Mr. Martin, employed by the Company in 2000, was most recently Senior
Vice President and CFO for Sunbeam Corporation's international operations. Prior
to joining Sunbeam, he had been with Sara Lee Corporation's branded apparel
operations for 22 years, the last 8 years of which he served as Vice President
and CFO of the European apparel group.
Mr. Hoffman was employed by the Company as Senior Vice President,
General Counsel and Secretary in 1999 and assumed additional responsibility, as
Senior Vice President, corporate development in 2000. Prior to joining the
Company, he was Vice President-General Counsel and Secretary for OSI Industries,
Inc. from 1996 to 1999. Prior to that, he was Vice President-Deputy General
Counsel and Assistant Secretary for Sara Lee Corporation.
Mr. Hoyle was employed by the Company in 1998 as the Executive Vice
President and Chief Financial Officer. He was named President and Chief
Executive Officer of Cross Creek Apparel and Senior Vice President of the
Company in 2000. Prior to joining the Company, he was most recently with Ithaca
Industries, from 1994 to 1998, serving as Chief Financial Officer.
Ms. Mabe, employed by the Company in 1999, was most recently Vice
President of the Company and President and Chief Operating Officer of the
Company's Russell Athletic Division. She was named President and Chief Executive
Officer of Russell Athletic and Senior Vice President of the Company in 2001.
Prior to joining the Company, she was Vice President of strategic marketing for
VF Jeanswear, Inc., a subsidiary of VF Corporation.
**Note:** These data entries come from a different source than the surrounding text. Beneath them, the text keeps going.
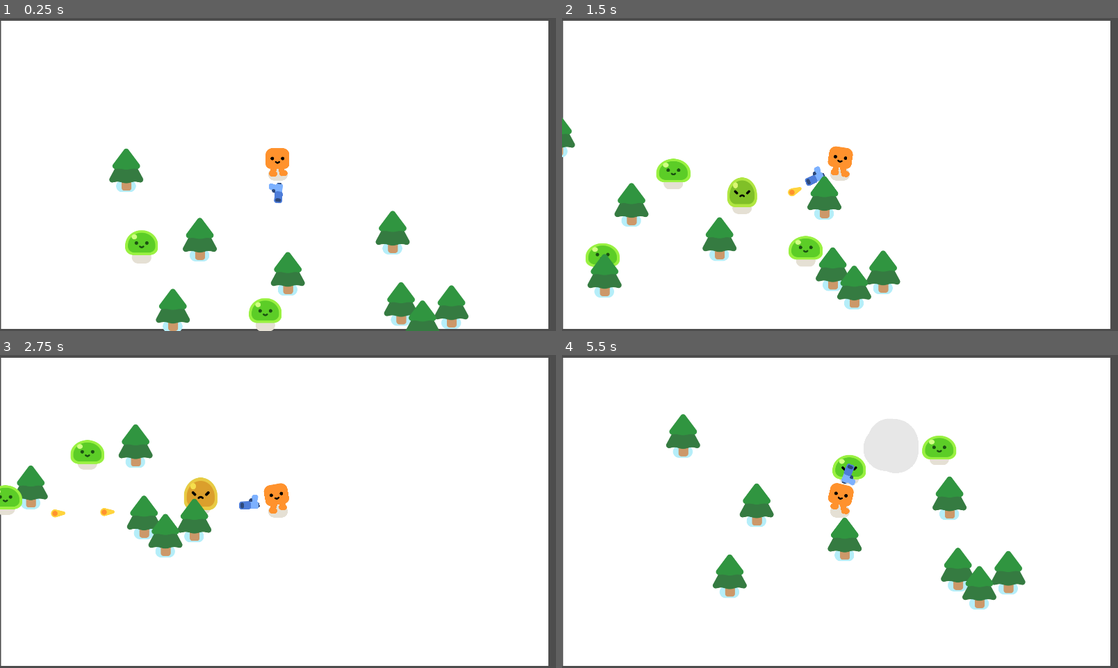
Above: before the commit, frames 1-4 (two rows, left to right).
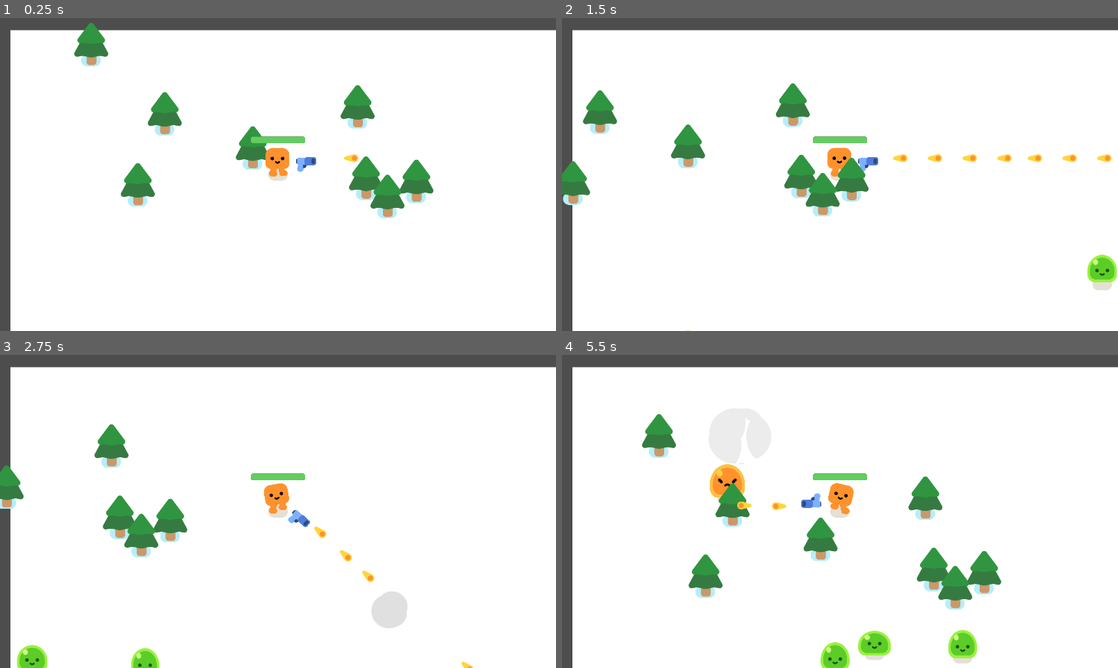
Above: after the commit, the same moments.

Repository: joeypshell/your-first-game-with-godot-4
Game: Godot game, scene res://survivors_game.tscn
Two runs of this game, one before a commit and one after it. Both use one fixed random seed, a clock stepped at 60 frames per second and the inputs below.
Inputs:
- Up to frame 1 (0.25 s): no input
- Up to frame 2 (1.5 s): hold D (move_right) 0.53-1.28 s; hold S (move_down) from 1.28 s (still down)
- Up to frame 3 (2.75 s): release S (move_down) at 2.03 s; hold D (move_right) from 2.03 s (still down)
- Up to frame 4 (5.5 s): release D (move_right) at 2.78 s; hold W (move_up) 2.78-3.53 s; hold A (move_left) 3.53-5.03 s; hold S (move_down) from 5.03 s (still down)

The runs differ from the first frame. In frame 1, 16% of the frame differs, in the area x 0-100%, y 0-100%; in frame 2, 16%; in frame 3, 14%; in frame 4, 17%.

Commit message:
added monster spawning

Diff:
--- a/bullet.gd
+++ b/bullet.gd
@@ -3,8 +3,8 @@
 var travelled_distance = 0
 
 func _physics_process(delta: float) -> void:
-	const SPEED = 10.0
-	const RANGE = 12
+	const SPEED = 15.0
+	const RANGE = 17
 	var direction = Vector2.RIGHT.rotated(rotation)
 	position += direction * SPEED
 
--- a/gun.tscn
+++ b/gun.tscn
@@ -4,7 +4,7 @@
 [ext_resource type="Texture2D" uid="uid://coon1w77o334i" path="res://pistol/pistol.png" id="1_vk1bi"]
 
 [sub_resource type="CircleShape2D" id="CircleShape2D_065na"]
-radius = 1090.1937
+radius = 591.0077
 
 [node name="Gun" type="Area2D" unique_id=1780892630]
 collision_layer = 0
@@ -27,7 +27,7 @@
 position = Vector2(26, -11)
 
 [node name="Timer" type="Timer" parent="." unique_id=563860522]
-wait_time = 0.287
+wait_time = 0.129
 autostart = true
 
 [connection signal="timeout" from="Timer" to="." method="_on_timer_timeout"]
--- a/mob.gd
+++ b/mob.gd
@@ -1,6 +1,6 @@
 extends CharacterBody2D
 
-var health = 5
+var health = 3
 
 @onready var player = get_node("/root/Game/Player")
 
@@ -9,7 +9,7 @@
 
 func _physics_process(delta: float) -> void:
 	var direction = global_position.direction_to(player.global_position)
-	velocity = direction * 300
+	velocity = direction * 100
 	move_and_slide()
 
 func take_damage():
--- a/player.gd
+++ b/player.gd
@@ -1,5 +1,8 @@
 extends CharacterBody2D
 
+signal health_depleted
+
+var health = 100.0
 
 func _physics_process(delta: float) -> void:
 	var direction = Input.get_vector("move_left","move_right","move_up","move_down")
@@ -10,3 +13,11 @@
 		get_node("HappyBoo").play_walk_animation()
 	else:
 		get_node("HappyBoo").play_idle_animation()
+
+	const DAMAGE_RATE = 10.0
+	var overlapping_mobs = %HurtBox.get_overlapping_bodies()
+	if overlapping_mobs.size() > 0:
+		health -= DAMAGE_RATE * overlapping_mobs.size() * delta
+		%ProgressBar.value = health
+		if health <= 0.0:
+			health_depleted.emit()
--- a/player.tscn
+++ b/player.tscn
@@ -10,6 +10,23 @@
 [sub_resource type="GDScript" id="GDScript_onrkg"]
 script/source = "extends CollisionShape2D
 "
+
+[sub_resource type="CircleShape2D" id="CircleShape2D_r3y22"]
+radius = 33.01515
+
+[sub_resource type="StyleBoxFlat" id="StyleBoxFlat_065na"]
+bg_color = Color(0.15294118, 0.16862746, 0.1882353, 1)
+corner_radius_top_left = 8
+corner_radius_top_right = 8
+corner_radius_bottom_right = 8
+corner_radius_bottom_left = 8
+
+[sub_resource type="StyleBoxFlat" id="StyleBoxFlat_r3y22"]
+bg_color = Color(0.3882353, 0.8, 0.37254903, 1)
+corner_radius_top_left = 8
+corner_radius_top_right = 8
+corner_radius_bottom_right = 8
+corner_radius_bottom_left = 8
 
 [node name="Player" type="CharacterBody2D" unique_id=1348636586]
 script = ExtResource("2_onrkg")
@@ -24,3 +41,24 @@
 
 [node name="Gun" parent="." unique_id=1780892630 instance=ExtResource("3_i3pqv")]
 position = Vector2(-1, -35)
+
+[node name="HurtBox" type="Area2D" parent="." unique_id=1804775252]
+unique_name_in_owner = true
+collision_layer = 0
+collision_mask = 2
+
+[node name="CollisionShape2D" type="CollisionShape2D" parent="HurtBox" unique_id=856200266]
+shape = SubResource("CircleShape2D_r3y22")
+debug_color = Color(0.92119426, 0.2201151, 0.44672298, 0.41960785)
+
+[node name="ProgressBar" type="ProgressBar" parent="." unique_id=1314132861]
+unique_name_in_owner = true
+offset_left = -94.0
+offset_top = -131.0
+offset_right = 94.0
+offset_bottom = -108.0
+theme_override_styles/background = SubResource("StyleBoxFlat_065na")
+theme_override_styles/fill = SubResource("StyleBoxFlat_r3y22")
+value = 100.0
+rounded = true
+show_percentage = false
--- /dev/null
+++ b/survivors_game.gd
@@ -0,0 +1,14 @@
+extends Node2D
+
+
+
+func spawn_mob():
+	var new_mob = preload("res://mob.tscn").instantiate()
+	%PathFollow2D.progress_ratio = randf()
+	new_mob.global_position = %PathFollow2D.global_position
+	add_child(new_mob)
+
+
+
+func _on_timer_timeout() -> void:
+	spawn_mob()
--- a/survivors_game.tscn
+++ b/survivors_game.tscn
@@ -1,23 +1,39 @@
 [gd_scene format=3 uid="uid://swcb8q32cvqi"]
 
+[ext_resource type="Script" uid="uid://dlioxh6uq04sj" path="res://survivors_game.gd" id="1_l26od"]
 [ext_resource type="PackedScene" uid="uid://c1sx7bic4uhdj" path="res://player.tscn" id="1_y3pti"]
 [ext_resource type="PackedScene" uid="uid://dq3r015sr1uql" path="res://pine_tree.tscn" id="2_l26od"]
-[ext_resource type="PackedScene" uid="uid://y38gte5o0xf8" path="res://mob.tscn" id="3_l26od"]
+
+[sub_resource type="Curve2D" id="Curve2D_qqaft"]
+_data = {
+"points": PackedVector2Array(0, 0, 0, 0, -119, -131, 0, 0, 0, 0, 2142, -112, 0, 0, 0, 0, 2181, 1305, 0, 0, 0, 0, -126, 1316, 0, 0, 0, 0, -119, -131)
+}
+point_count = 5
 
 [node name="Game" type="Node2D" unique_id=679047954]
 y_sort_enabled = true
+script = ExtResource("1_l26od")
 
 [node name="CanvasLayer" type="CanvasLayer" parent="." unique_id=393242427]
 layer = -5
 
 [node name="ColorRect" type="ColorRect" parent="CanvasLayer" unique_id=730359245]
-offset_left = 4.0
-offset_top = 10.0
-offset_right = 1894.0
-offset_bottom = 1073.0
+offset_left = 36.0
+offset_top = 42.0
+offset_right = 1950.0
+offset_bottom = 1118.0
 
 [node name="Player" parent="." unique_id=1348636586 instance=ExtResource("1_y3pti")]
-position = Vector2(874, 147)
+position = Vector2(995, 581)
+
+[node name="Path2D" type="Path2D" parent="Player" unique_id=422632675]
+position = Vector2(-995, -581)
+curve = SubResource("Curve2D_qqaft")
+
+[node name="PathFollow2D" type="PathFollow2D" parent="Player/Path2D" unique_id=1482296832]
+unique_name_in_owner = true
+position = Vector2(-119, -131)
+rotation = 0.008403163
 
 [node name="pine_tree" parent="." unique_id=2066611745 instance=ExtResource("2_l26od")]
 position = Vector2(908, 483)
@@ -43,14 +59,8 @@
 [node name="pine_tree8" parent="." unique_id=1708189375 instance=ExtResource("2_l26od")]
 position = Vector2(1299, 587)
 
-[node name="mob" parent="." unique_id=538342233 instance=ExtResource("3_l26od")]
-position = Vector2(824, 742)
+[node name="Timer" type="Timer" parent="." unique_id=77900078]
+wait_time = 0.3
+autostart = true
 
-[node name="mob2" parent="." unique_id=1085160877 instance=ExtResource("3_l26od")]
-position = Vector2(273, 870)
-
-[node name="mob3" parent="." unique_id=898929970 instance=ExtResource("3_l26od")]
-position = Vector2(339, 472)
-
-[node name="mob4" parent="." unique_id=1187132482 instance=ExtResource("3_l26od")]
-position = Vector2(1282, 988)
+[connection signal="timeout" from="Timer" to="." method="_on_timer_timeout"]
Not shown, added: survivors_game.gd.uid

She has also held executive
positions with Victoria's Secret Stores and Sara Lee Corporation.
Mr. Taunton, employed by the Company since 1973, was named President
and Chief Executive Officer of Fabrics and Services and Senior Vice President of
the Company in 1998. Prior to that, he most recently served as Executive Vice
President, Sales and Marketing. He had also previously served as President of
the Fabrics Division from 1988 to 1993.
Mr. Pinkston was employed by the Company in 2002 in his current role.
Prior to joining the Company, he was Vice President, Human Resources for
Hussmann International where he oversaw all human resources on a worldwide basis
for 6 years. Prior to that he served in senior human resources roles for both
Barnes International and AlliedSignal where he began his career in operations as
a management trainee.
Ms. Young was employed by the Company in 1998 in her current role.
Prior to joining the Company, she was with Sara Lee Corporation from 1984 to
1998, most recently as Director, Corporate Affairs and Community Relations.
Mr. Workman was named Controller in 1987. He has been employed by the
Company since 1969 as an accountant and served as Manager, Cost Accounting, from
1970 to 1987.
Ms. Barre, employed by the Company since 1999, was named President,
Mass Retail and Vice President of the Company in 2001 after serving as President
of JERZEES Retail since 1999. Prior to joining the Company, she had been with
PepsiCo, Inc., for 15 years, most recently as Vice President for Fountain
Beverage of Pepsi-Cola Company.
I-8
Mr. Farley was employed by the Company as Assistant Treasurer in 2001
and named Vice President and Treasurer later that year. Prior to joining the
Company, Mr. Farley spent 24 years in corporate and investment banking, and was
registered under Series 7 and 63. Most recently, he was a Senior Vice President
with First Union Securities, Inc., from June 2000 through April 2001.
Mr. Mosteller was employed by the Company as President of DeSoto Mills,
Inc., in 2000. He was named corporate Vice President, Operations in 2001. Prior
to joining the Company, he was with Simpson Performance Products as Chief
Operating Officer for 2 years after serving with Sara Lee Corporation's branded
apparel operations for 10 years, most recently as Vice President of Sourcing for
the European knit products business.
Mr. Roberts was employed by the Company as President of Russell Artwear
and Vice President of the Company in 2001. Prior to joining the Company, he was
Chief Operating Officer with Butterfield & Robinson for 2 years. He had
previously been with the Company as President of JERZEES Retail Operations in
1999 after being initially employed as Vice President, Planning and Development
in 1998. Prior to joining the Company in 1998, Mr. Roberts had served with Sara
Lee Corporation for 10 years in a variety of roles.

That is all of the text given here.